His third scenario had a Full Prime offering —  Amazon opening a distribution centre in Auckland or Waikato,  with a sorting site in the South Island.

"Amazon would provide a full range of categories in the market," he said, of scenario three.

At present, online retailing in New Zealand had about a 7.4% penetration, but if the Full Prime scenario were under way Mr Foster expected that would grow to 12.2% in about five years.

A step-up in investment by Amazon between No Prime and Full Prime would be significant, he said. Consequently, the market impact of a Full Prime New Zealand launch would be material, with major implications for retailers, media players, telcos, property companies and tech firms.

"Amazon’s willingness to accept slim margins and pass on cost savings to consumers has helped transform the e-commerce and adjacent landscapes in other countries it’s touched," Mr Foster said.

He expects Amazon to introduce its Marketplace division to Australia in 2018.

"We expect it to offer a Prime subscription to Australian consumers, which combines free shipping, video/music streaming and unlimited photo storage," he said.

While its Marketplace division would provide a platform for third-party sellers, Amazon’s own fulfilment — its distribution and logistics capability — would have a "major impact" on the Australian retail landscape, he said.

"Once Australia is bedded in, New Zealand presents a logical extension to Amazon’s investment in the region," Mr Foster predicted.

Mr Foster also delivered a caution to the property sectors.

"An Amazon entry into New Zealand would accelerate e-commerce penetration and increase structural headwinds for retail property owners," he said.

Of the NZX-listed property vehicles, Kiwi Property Group, Investore, Stride Property Group and NPT  had substantial portfolio weightings with retail assets of more than 50% and were most at risk.

"We believe larger destination malls will continue to take market share from smaller sub-regional and neighbourhood malls, which favours Kiwi Property’s portfolio over Stride’s and NPT’s," he said.

Investore’s portfolio was different from its peers, being 95% in supermarkets.

"While its long lease terms add a defensive element to this stock, we believe e-commerce will materially impact in-store grocery sales," Mr Foster said.
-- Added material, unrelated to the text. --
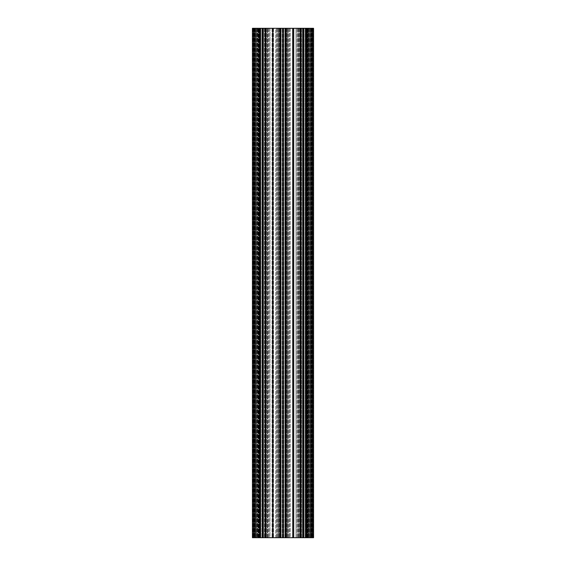<?xml version="1.0" encoding="UTF-8"?>
<svg xmlns="http://www.w3.org/2000/svg" width="566" height="566" viewBox="0 0 566 566"><rect width="100%" height="100%" fill="white"/><g stroke="black" fill="none" stroke-linecap="round" stroke-linejoin="round"><path stroke-width="0.42" stroke-dasharray="2.83 2.12" d="M306.001 28.3L306.836 28.3L305.824 28.3L305.824 537.7L306.836 537.7L302.746 537.7L302.746 28.3L305.718 28.3L305.208 28.3L305.208 537.7L305.718 537.7L299.909 537.7L300.32 537.7L300.199 28.3L304.112 28.3L304.112 537.7L299.909 537.7L300.199 28.3L303.291 28.3L303.291 537.7L302.477 537.7L302.499 28.3L303.291 28.3L303.291 537.7L308.52 537.7L305.973 537.7L306.1 28.3L303.291 28.3L306.814 28.3L306.807 537.7L308.52 537.7L305.973 537.7L312.489 537.7L309.588 537.7L310.451 537.7L310.444 28.3L309.588 28.3L310.352 28.3L309.588 28.3L310.352 28.3L310.352 537.7L310.352 28.3L310.352 537.7L310.352 28.3L310.543 537.7L310.352 28.3L310.543 537.7L310.451 28.3L310.543 537.7L310.543 28.3L310.713 537.7L310.543 28.3L310.72 537.7L311.307 537.7L311.406 28.3L311.406 537.7L310.621 537.7L310.621 28.3L310.713 537.7L311.321 537.7L311.321 28.3L310.713 28.3L311.406 28.3L311.406 537.7L311.406 28.3L311.406 537.7L311.307 28.3L310.72 28.3L311.406 28.3L311.406 537.7L311.406 28.3L311.59 537.7L311.406 28.3L311.59 537.7L311.484 28.3L311.576 537.7L311.576 28.3L312.489 28.3L312.489 537.7L311.725 537.7L311.725 28.3L312.489 28.3L312.489 537.7L311.725 537.7L311.725 28.3L312.489 28.3L312.489 537.7L312.291 28.3L306.814 28.3L306.814 537.7L312.291 537.7L312.291 28.3L306.814 28.3L306.807 537.7L303.645 537.7L303.645 28.3L306.807 28.3L306.814 537.7L302.477 537.7L302.477 28.3L302.477 537.7L302.746 28.3L302.598 537.7L303.857 537.7L303.857 28.3L303.857 537.7L303.857 28.3L304.112 537.7L305.463 537.7L304.112 537.7L304.112 28.3L305.824 28.3L306.001 537.7L306.001 28.3M305.208 28.3L305.208 537.7L305.718 537.7L305.463 28.3L305.824 28.3L305.824 537.7L305.208 537.7L305.718 537.7L305.718 28.3L305.208 28.3L305.824 28.3L305.244 28.3L305.244 537.7L305.208 28.3M260.084 28.3L259.164 28.3L260.084 28.3M263.112 28.3L263.112 537.7L263.112 28.3L263.473 28.3L263.112 28.3L263.473 28.3L263.402 537.7L262.143 537.7L261.888 28.3L261.888 537.7L262.143 28.3L263.112 28.3L261.888 28.3L261.888 537.7L266.204 537.7L265.68 537.7L266.091 537.7L266.091 28.3L260.537 28.3L260.537 537.7L261.888 537.7L260.537 537.7L260.537 28.3L260.792 537.7L260.282 537.7L260.282 28.3L260.756 28.3L260.176 28.3L260.176 537.7L260.756 537.7L260.282 537.7L260.537 28.3L261.888 28.3L260.282 28.3L260.792 28.3L260.792 537.7L266.091 537.7L266.091 28.3L265.68 28.3L266.204 28.3L266.204 537.7L270.01 537.7L270.01 28.3L266.204 28.3L266.204 537.7L270.01 537.7L270.01 28.3L275.614 28.3L260.176 28.3L260.176 537.7L263.254 537.7L263.112 28.3L263.523 28.3L262.709 28.3L262.709 537.7L263.523 537.7L263.523 28.3L262.709 28.3L262.709 537.7L257.48 537.7L260.027 537.7L257.48 537.7L260.027 537.7L260.027 28.3L259.851 537.7L259.851 28.3L257.48 28.3L257.629 537.7L257.629 28.3L262.709 28.3L259.186 28.3L259.193 537.7L253.511 537.7L256.412 537.7L255.549 537.7L255.556 28.3L256.412 28.3L255.648 28.3L256.412 28.3L255.648 28.3L255.648 537.7L255.648 28.3L255.648 537.7L255.648 28.3L255.457 537.7L255.648 28.3L255.457 537.7L255.549 28.3L255.457 537.7L255.457 28.3L255.28 537.7L255.457 28.3L255.287 537.7L254.679 537.7L254.594 28.3L254.594 537.7L255.379 537.7L255.379 28.3L255.28 537.7L254.693 537.7L254.693 28.3L255.28 28.3L254.594 28.3L254.594 537.7L254.594 28.3L254.594 537.7L254.679 28.3L255.287 28.3L254.594 28.3L254.594 537.7L254.594 28.3L254.41 537.7L254.594 28.3L254.41 537.7L254.516 28.3L254.424 537.7L254.41 28.3L253.511 28.3L253.511 537.7L253.71 28.3L259.186 28.3L259.186 537.7L253.71 537.7L253.71 28.3L259.186 28.3L259.193 537.7L262.355 537.7L262.426 28.3L262.355 537.7M272.939 28.3L272.939 537.7L280.276 537.7L280.276 28.3L277.856 28.3L280.276 28.3L280.403 537.7L277.856 537.7L282.802 537.7L282.802 28.3L272.685 28.3L272.685 537.7L265.723 537.7L265.723 28.3L272.685 28.3M265.221 537.7L267.768 537.7L262.822 537.7L262.822 28.3L267.768 28.3L265.348 28.3L265.723 28.3L265.723 537.7L265.221 537.7L265.221 28.3L267.768 28.3L265.221 28.3L265.221 537.7L265.221 28.3M252.542 28.3L252.436 537.7L252.436 28.3L252.436 537.7L252.436 28.3L254.474 28.3L254.474 537.7L254.474 28.3L254.474 537.7L254.474 28.3L254.474 537.7L254.474 28.3L254.474 537.7L254.474 28.3L253.073 28.3L256.334 28.3L254.983 28.3L256.334 28.3L256.334 537.7L256.334 28.3L256.334 537.7L256.334 28.3L257.891 28.3L256.695 28.3L257.891 28.3L257.891 537.7L257.891 28.3L258.039 537.7L254.474 537.7L257.891 537.7L258.195 28.3L254.297 28.3L254.297 537.7L258.195 537.7L254.297 537.7L254.297 28.3L252.436 28.3L252.436 537.7L253.073 537.7L252.436 537.7L252.436 28.3L253.455 28.3L253.455 537.7L252.542 537.7M258.039 537.7L258.039 28.3L258.039 537.7M259.405 537.7L259.405 28.3L259.532 537.7L253.455 537.7M259.9 28.3L259.532 28.3L259.532 537.7L259.9 537.7M262.426 537.7L262.822 537.7M272.685 537.7L272.812 28.3M283 537.7L283.198 28.3L282.802 537.7M283.198 28.3L288.144 28.3L285.597 28.3L288.144 28.3L285.724 28.3L285.724 537.7L288.144 537.7L283.198 537.7M285.724 537.7L285.724 28.3L285.724 537.7L286.092 537.7L286.092 28.3L293.315 28.3L293.315 537.7L293.188 28.3M293.061 28.3L293.061 537.7L286.092 537.7L286.092 28.3L286.092 537.7M293.315 537.7L300.277 537.7L300.277 28.3L293.315 28.3M300.652 537.7L300.277 537.7L300.277 28.3L298.232 28.3L300.779 28.3L300.779 537.7L298.232 537.7L303.178 537.7L303.178 28.3L298.232 28.3L300.652 28.3L300.652 537.7L298.232 537.7L300.779 537.7L300.652 28.3M303.645 28.3L303.574 537.7L303.178 537.7M306.1 28.3L306.468 28.3L306.595 537.7L306.595 28.3L306.468 537.7L306.1 537.7M306.595 537.7L313.564 537.7L313.564 28.3L312.927 28.3L313.458 28.3M306.595 28.3L313.564 28.3L313.564 537.7L313.564 28.3L311.526 28.3L311.526 537.7L311.526 28.3L311.526 537.7L311.526 28.3L311.526 537.7L311.526 28.3L311.526 537.7L311.526 28.3L312.927 28.3L309.666 28.3L311.017 28.3L309.666 28.3L309.666 537.7L309.666 28.3L309.666 537.7L309.666 28.3L308.109 28.3L309.305 28.3L308.109 28.3L308.109 537.7L308.109 28.3L307.961 537.7L311.526 537.7L308.109 537.7L307.805 28.3L311.703 28.3L311.703 537.7L307.805 537.7L311.703 537.7L311.703 28.3L313.564 28.3L313.564 537.7L312.927 537.7L313.458 537.7M307.961 537.7L307.961 28.3L307.961 537.7M283.481 537.7L279.533 537.7L279.944 537.7L279.533 537.7L279.944 537.7L279.533 537.7L279.837 28.3L278.415 28.3L278.415 537.7L272.041 537.7L275.614 537.7L275.614 28.3L278.415 28.3L278.415 537.7L275.614 537.7L275.614 28.3L283.481 28.3L283.481 537.7L286.467 537.7L286.056 537.7L286.467 537.7L286.056 537.7L286.467 537.7L286.163 28.3L283.481 28.3L283.481 537.7L286.467 537.7L286.46 28.3L282.519 28.3L282.519 537.7L279.533 537.7L279.837 28.3L282.519 28.3L282.519 537.7L283.481 537.7M284.875 537.7L286.163 537.7L284.832 537.7L286.028 537.7L286.056 28.3L287.585 28.3L287.585 537.7L293.959 537.7L290.386 537.7L290.386 28.3L287.585 28.3L287.585 537.7L290.386 537.7L290.386 28.3L284.875 28.3L284.875 537.7L286.028 537.7L286.056 28.3L284.875 28.3L284.875 537.7L284.875 28.3L284.875 537.7L284.875 28.3L284.875 537.7L284.875 28.3L286.467 28.3L286.467 537.7L286.056 537.7L286.056 28.3L286.467 28.3L286.467 537.7L286.056 537.7L286.056 28.3L284.875 28.3L284.875 537.7M279.533 28.3L279.533 537.7L279.533 28.3L281.125 28.3L281.125 537.7L279.837 537.7L281.168 537.7L279.972 537.7L279.944 28.3L279.533 28.3L281.168 28.3L281.125 537.7L279.972 537.7L279.944 28.3L281.125 28.3L281.125 537.7L281.125 28.3L281.125 537.7L281.125 28.3L281.125 537.7L281.125 28.3L280.552 28.3L280.552 537.7L280.552 28.3L280.552 537.7L280.552 28.3L279.533 28.3L279.972 28.3L279.533 28.3L279.533 537.7L279.944 537.7L279.944 28.3L279.972 537.7L279.944 28.3L279.972 537.7L279.661 28.3L279.661 537.7L279.661 28.3L279.661 537.7L279.533 28.3L279.533 537.7L279.533 28.3L279.533 537.7L279.533 28.3L279.533 537.7L279.533 28.3L278.415 28.3M262.355 28.3L259.193 28.3L259.186 537.7L263.523 537.7L263.473 28.3M260.756 537.7L260.756 28.3L260.176 28.3L260.756 28.3L260.756 537.7L260.756 28.3L260.756 537.7L260.756 28.3L260.756 537.7L260.756 28.3L260.756 537.7L260.176 537.7L260.756 537.7M270.01 537.7L272.041 537.7L270.01 537.7M265.963 537.7L265.652 28.3L266.091 28.3L265.963 537.7M259.999 537.7L259.164 537.7L259.999 537.7L259.999 28.3L259.596 28.3L259.999 28.3L259.999 537.7M253.511 537.7L254.275 537.7L254.275 28.3L253.511 28.3L253.511 537.7L254.275 537.7L254.424 28.3L253.511 28.3L253.511 537.7L254.275 537.7L254.275 28.3L253.511 28.3L253.511 537.7M256.377 537.7L256.257 28.3L256.377 537.7M256.257 537.7L256.257 28.3L256.257 537.7M299.796 537.7L293.959 537.7L295.99 537.7L295.99 28.3L300.32 28.3L300.32 537.7L300.348 28.3L299.909 28.3L299.909 537.7L299.909 28.3L299.909 537.7L299.909 28.3L299.796 537.7L295.99 537.7L295.99 28.3L299.796 28.3L299.796 537.7M301.501 537.7L301.536 28.3L301.501 537.7M305.824 537.7L305.244 537.7L305.824 537.7L305.824 28.3L305.824 537.7M309.701 537.7L309.744 28.3L309.701 537.7M312.489 537.7L311.725 537.7L311.725 28.3L312.489 28.3L312.489 537.7M309.588 537.7L309.588 28.3L309.588 537.7M307.168 28.3L308.371 28.3L308.371 537.7L308.52 28.3L307.168 28.3L307.168 537.7L307.168 28.3M308.01 28.3L308.52 28.3L308.52 537.7L308.52 28.3L308.52 537.7L308.52 28.3L306.149 28.3L306.149 537.7L305.973 28.3L308.01 28.3L308.01 537.7L308.01 28.3M303.178 28.3L303.574 28.3M285.724 28.3L286.092 28.3M262.426 28.3L262.822 28.3M259.405 28.3L253.455 28.3M260.027 28.3L257.48 28.3L260.027 28.3L260.027 537.7M292.41 28.3L295.99 28.3L293.959 28.3L293.959 537.7L293.959 28.3L292.41 28.3L292.41 537.7L292.41 28.3M302.888 28.3L302.888 537.7L302.888 28.3L302.527 28.3L303.857 28.3L302.527 28.3M264.499 28.3L264.499 537.7L264.499 28.3M259.164 28.3L259.596 28.3L259.164 28.3L259.568 28.3L259.164 28.3L259.164 537.7L259.164 28.3M253.66 28.3L253.66 537.7L253.66 28.3M312.34 28.3L312.34 537.7L312.34 28.3M256.412 537.7L256.412 28.3L256.412 537.7M257.48 28.3L257.48 537.7L257.48 28.3M262.016 28.3L262.016 537.7L262.016 28.3M267.768 537.7L267.768 28.3L267.768 537.7M272.041 28.3L272.041 537.7L272.041 28.3M268.991 28.3L268.991 537.7L268.991 28.3M267.209 537.7L267.209 28.3L267.209 537.7M263.24 28.3L263.24 537.7L263.24 28.3M273.59 28.3L273.59 537.7L273.59 28.3M253.71 28.3L253.71 537.7L253.71 28.3M252.945 28.3L252.945 537.7L252.945 28.3M259.568 537.7L259.568 28.3L259.596 537.7M258.195 28.3L258.195 537.7L258.195 28.3M277.856 28.3L277.856 537.7L277.856 28.3M280.403 28.3L280.403 537.7M276.632 537.7L276.632 28.3L276.632 537.7M282.392 537.7L282.392 28.3L282.392 537.7M279.908 28.3L279.908 537.7M266.091 28.3L266.091 537.7L266.091 28.3L265.68 28.3M259.532 28.3L259.532 537.7M262.624 28.3L262.624 537.7M265.723 28.3L265.723 537.7M252.436 28.3L252.436 537.7L252.436 28.3M309.744 537.7L309.744 28.3L309.744 537.7M305.973 537.7L305.973 28.3M303.984 537.7L303.984 28.3L303.984 537.7M298.232 28.3L298.232 537.7L298.232 28.3M297.009 537.7L297.009 28.3L297.009 537.7M298.791 28.3L298.791 537.7L298.791 28.3M302.76 537.7L302.76 28.3L302.76 537.7M312.291 28.3L312.291 537.7L312.291 28.3M306.836 537.7L306.836 28.3L306.836 537.7M313.055 537.7L313.055 28.3L313.055 537.7M306.432 28.3L306.432 537.7L306.404 28.3M307.805 28.3L307.805 537.7L307.805 28.3M288.144 537.7L288.144 28.3L288.144 537.7M285.597 28.3L285.597 537.7M289.368 28.3L289.368 537.7L289.368 28.3M286.46 28.3L286.467 537.7L286.467 28.3L286.467 537.7L286.467 28.3L286.467 537.7L286.467 28.3L286.467 537.7L286.467 28.3L287.585 28.3M283.608 28.3L283.608 537.7L283.608 28.3M303.376 28.3L303.376 537.7M300.779 28.3L300.779 537.7L300.779 28.3M313.564 28.3L313.564 537.7M300.32 28.3L299.909 28.3M256.299 28.3L256.299 537.7L256.299 28.3M258.832 537.7L258.832 28.3L258.832 537.7M257.99 537.7L257.99 28.3L257.99 537.7M260.353 28.3L260.353 537.7L260.353 28.3M266.062 537.7L266.062 28.3L266.062 537.7M267.619 537.7L267.619 28.3L267.619 537.7M266.423 28.3L266.423 537.7L266.423 28.3M267.258 28.3L267.258 537.7L267.258 28.3M265.348 537.7L265.348 28.3M268.694 28.3L268.694 537.7L268.694 28.3M267.506 537.7L267.506 28.3L267.506 537.7M265.808 28.3L265.808 537.7L265.808 28.3M265.256 537.7L265.256 28.3L265.256 537.7M265.072 28.3L265.072 537.7L265.072 28.3M264.895 537.7L264.895 28.3L264.895 537.7M264.718 28.3L264.718 537.7L264.718 28.3M263.367 537.7L263.367 28.3L263.367 537.7M253.561 537.7L253.561 28.3L253.561 537.7M256.695 28.3L256.695 537.7L256.695 28.3M254.983 28.3L254.983 537.7L254.983 28.3M253.073 28.3L253.073 537.7L253.073 28.3M252.563 28.3L252.563 537.7L252.563 28.3M259.292 537.7L259.292 28.3L259.292 537.7M259.44 28.3L259.44 537.7L259.44 28.3M258.061 28.3L258.061 537.7L258.061 28.3M254.346 28.3L254.346 537.7L254.346 28.3M256.561 537.7L256.561 28.3L256.561 537.7M254.728 28.3L254.728 537.7L254.728 28.3M258.464 537.7L258.464 28.3L258.464 537.7M257.275 28.3L257.275 537.7L257.275 28.3M260.176 537.7L260.176 28.3L260.176 537.7M279.562 537.7L279.562 28.3L279.562 537.7M279.201 28.3L279.201 537.7L279.201 28.3M278.005 537.7L278.005 28.3L278.005 537.7M278.366 28.3L278.366 537.7L278.366 28.3M278.118 537.7L278.118 28.3L278.118 537.7M276.93 28.3L276.93 537.7L276.93 28.3M279.816 28.3L279.816 537.7L279.816 28.3M280.368 537.7L280.368 28.3L280.368 537.7M280.729 537.7L280.729 28.3L280.729 537.7M282.264 537.7L282.264 28.3L282.264 537.7M280.906 28.3L280.906 537.7L280.906 28.3M261.888 28.3L261.888 537.7L261.888 28.3M262.143 537.7L262.143 28.3L262.143 537.7M262.893 28.3L262.893 537.7M265.85 28.3L265.85 537.7M282.731 28.3L282.731 537.7M280.276 537.7L280.276 28.3M279.781 28.3L279.781 537.7M279.972 28.3L279.972 537.7L279.972 28.3M309.623 537.7L309.623 28.3L309.623 537.7M305.647 28.3L305.647 537.7L305.647 28.3M299.938 537.7L299.938 28.3L299.938 537.7M299.577 28.3L299.577 537.7L299.577 28.3M298.381 537.7L298.381 28.3L298.381 537.7M298.742 28.3L298.742 537.7L298.742 28.3M298.494 537.7L298.494 28.3L298.494 537.7M297.306 28.3L297.306 537.7L297.306 28.3M300.192 28.3L300.192 537.7L300.192 28.3M300.037 537.7L300.037 28.3L300.037 537.7M300.744 537.7L300.744 28.3L300.744 537.7M300.928 28.3L300.928 537.7L300.928 28.3M301.105 537.7L301.105 28.3L301.105 537.7M302.633 537.7L302.633 28.3L302.633 537.7M301.282 28.3L301.282 537.7L301.282 28.3M312.439 537.7L312.439 28.3L312.439 537.7M309.305 28.3L309.305 537.7L309.305 28.3M311.017 28.3L311.017 537.7L311.017 28.3M312.927 28.3L312.927 537.7L312.927 28.3M313.437 28.3L313.437 537.7L313.437 28.3M306.56 28.3L306.56 537.7L306.56 28.3M306.708 537.7L306.708 28.3L306.708 537.7M307.939 28.3L307.939 537.7L307.939 28.3M311.654 28.3L311.654 537.7L311.654 28.3M311.272 28.3L311.272 537.7L311.272 28.3M309.439 537.7L309.439 28.3L309.439 537.7M308.725 28.3L308.725 537.7L308.725 28.3M307.536 537.7L307.536 28.3L307.536 537.7M286.438 537.7L286.438 28.3L286.438 537.7M287.995 537.7L287.995 28.3L287.995 537.7M286.799 28.3L286.799 537.7L286.799 28.3M287.634 28.3L287.634 537.7L287.634 28.3M289.07 28.3L289.07 537.7L289.07 28.3M287.882 537.7L287.882 28.3L287.882 537.7M286.339 537.7L286.339 28.3L286.339 537.7M286.184 28.3L286.184 537.7L286.184 28.3M286.028 28.3L286.028 537.7L286.028 28.3M285.632 537.7L285.632 28.3L285.632 537.7M285.448 28.3L285.448 537.7L285.448 28.3M285.271 537.7L285.271 28.3L285.271 537.7M285.094 28.3L285.094 537.7L285.094 28.3M283.736 537.7L283.736 28.3L283.736 537.7M305.463 537.7L305.463 28.3L305.463 537.7M312.545 28.3L312.545 537.7M303.857 537.7L303.857 28.3L303.857 537.7M303.107 28.3L303.107 537.7M300.15 28.3L300.15 537.7M283.269 28.3L283.269 537.7M286.219 28.3L286.219 537.7M260.282 28.3L260.282 537.7L260.282 28.3M264.464 28.3L264.464 537.7L264.464 28.3M264.973 537.7L264.973 28.3L264.973 537.7M260.792 28.3L260.792 537.7L260.792 28.3M253.865 28.3L253.865 537.7M281.168 28.3L281.168 537.7L281.168 28.3M280.651 537.7L280.651 28.3L280.651 537.7M263.523 537.7L263.523 28.3L263.523 537.7M305.718 28.3L305.718 537.7L305.718 28.3M301.536 28.3L301.536 537.7L301.536 28.3M301.027 537.7L301.027 28.3L301.027 537.7M312.135 28.3L312.135 537.7M284.832 28.3L284.832 537.7L284.832 28.3M285.349 537.7L285.349 28.3L285.349 537.7"/><path stroke-width="0.85" d="M283 537.7L282.802 28.3L283 537.7L283.198 28.3L293.315 28.3L293.315 537.7L300.277 537.7L300.277 28.3L293.315 28.3M282.802 28.3L280.276 28.3L280.276 537.7L282.802 537.7M280.276 537.7L279.908 537.7L279.908 28.3L272.685 28.3L272.685 537.7L272.812 28.3M272.939 28.3L272.939 537.7L279.908 537.7M272.685 537.7L265.723 537.7L265.723 28.3L272.685 28.3M262.426 28.3L262.355 537.7L262.355 28.3L265.348 28.3L265.348 537.7L265.723 537.7M265.348 537.7L262.822 537.7L262.822 28.3M262.426 537.7L262.822 537.7M262.355 537.7L259.9 537.7L259.9 28.3L260.027 537.7M259.532 537.7L259.405 28.3L259.532 537.7L259.9 537.7M259.405 537.7L252.436 537.7L252.436 28.3L253.455 28.3L253.455 537.7M312.545 537.7L313.564 537.7L313.564 28.3L312.545 28.3L312.545 537.7L306.595 537.7L306.595 28.3L305.973 28.3L305.973 537.7L306.1 28.3M306.1 537.7L306.468 537.7L306.468 28.3L306.595 537.7M303.574 537.7L303.178 537.7L303.178 28.3L303.574 28.3L303.574 537.7L305.973 537.7M303.178 28.3L300.652 28.3L300.652 537.7L303.178 537.7M300.652 537.7L300.277 537.7L300.277 28.3L300.652 28.3M293.315 537.7L293.188 28.3M293.061 28.3L293.188 537.7M293.061 537.7L286.092 537.7L286.092 28.3M285.724 28.3L285.724 537.7L286.092 537.7M285.724 537.7L283.198 537.7M303.645 537.7L303.574 28.3M303.645 28.3L305.973 28.3M306.595 28.3L312.545 28.3M259.405 28.3L253.455 28.3M259.532 28.3L259.9 28.3M262.355 28.3L260.027 28.3M265.348 28.3L265.723 28.3M280.276 28.3L279.908 28.3M262.624 28.3L262.624 537.7M265.221 537.7L265.221 28.3M265.68 28.3L266.091 28.3M263.473 28.3L263.112 28.3M280.403 537.7L280.403 28.3M278.415 28.3L279.54 28.3M303.376 28.3L303.376 537.7M313.564 28.3L313.564 537.7M300.779 537.7L300.779 28.3L300.779 537.7M300.32 28.3L299.909 28.3M302.888 28.3L302.527 28.3M285.597 537.7L285.597 28.3M287.585 28.3L286.46 28.3M262.893 28.3L262.893 537.7M265.85 28.3L265.85 537.7M282.731 28.3L282.731 537.7M279.781 28.3L279.781 537.7M303.107 28.3L303.107 537.7M300.15 28.3L300.15 537.7M283.269 28.3L283.269 537.7M286.219 28.3L286.219 537.7"/></g></svg>

The remixing of tenants into defensive categories would help mitigate the threats posed by Amazon, he said.

"Strong operators are increasing exposure to entertainment and service offerings such as dining lanes, cinemas and personal services like nail bars," he said.

Those categories were less susceptible to online threats and would help defend market share, Mr Foster said.

In Australia, research specialist IBISWorld indicated concerns over the impending entry of AmazonFresh in 2018 were "overplayed" in the Australian supermarkets and grocery stores industry,  IBIS’ senior industry analyst Nathan Cloutman said in a statement.

His analysis suggested traditional bricks-and-mortar and online grocery players would not be as severely affected by Amazon as operators in other retailing industries.

"Online shopping penetration is much lower in Australia than in other countries where Amazon has launched its grocery service," he said.

Last month Amazon acquired US grocery chain Whole Foods for $13.7billion.

In the US and UK, online grocery sales accounted for about 6% of total sales, Mr Cloutman said.

He said he considered  AmazonFresh was "unlikely to launch in the New Zealand market in the near future", because of the relatively small size of New Zealand’s industry, compared with Australia’s grocery market.

simon.hartley@odt.co.nz

 

Australian offerings

Amazon MarketPlace, Amazon Prime Now, Amazon Pantry, Amazon Fresh

EFFECT IN NZ

NZX stocks most likely to be impacted by potential Amazon New Zealand entry:

Briscoe Group and Kathmandu — Amazon’s dynamic pricing puts high-price-to-clearance-sales strategy at risk.

• Sky TV — Amazon likely to pursue high-value content.

• Stride Property and NPT — Smaller malls struggle for foot traffic.

• The Warehouse — Competition in key categories.

• Kiwi Property Group, Investore, Stride Property Group and NPT Ltd — all with high exposure to the retail sector.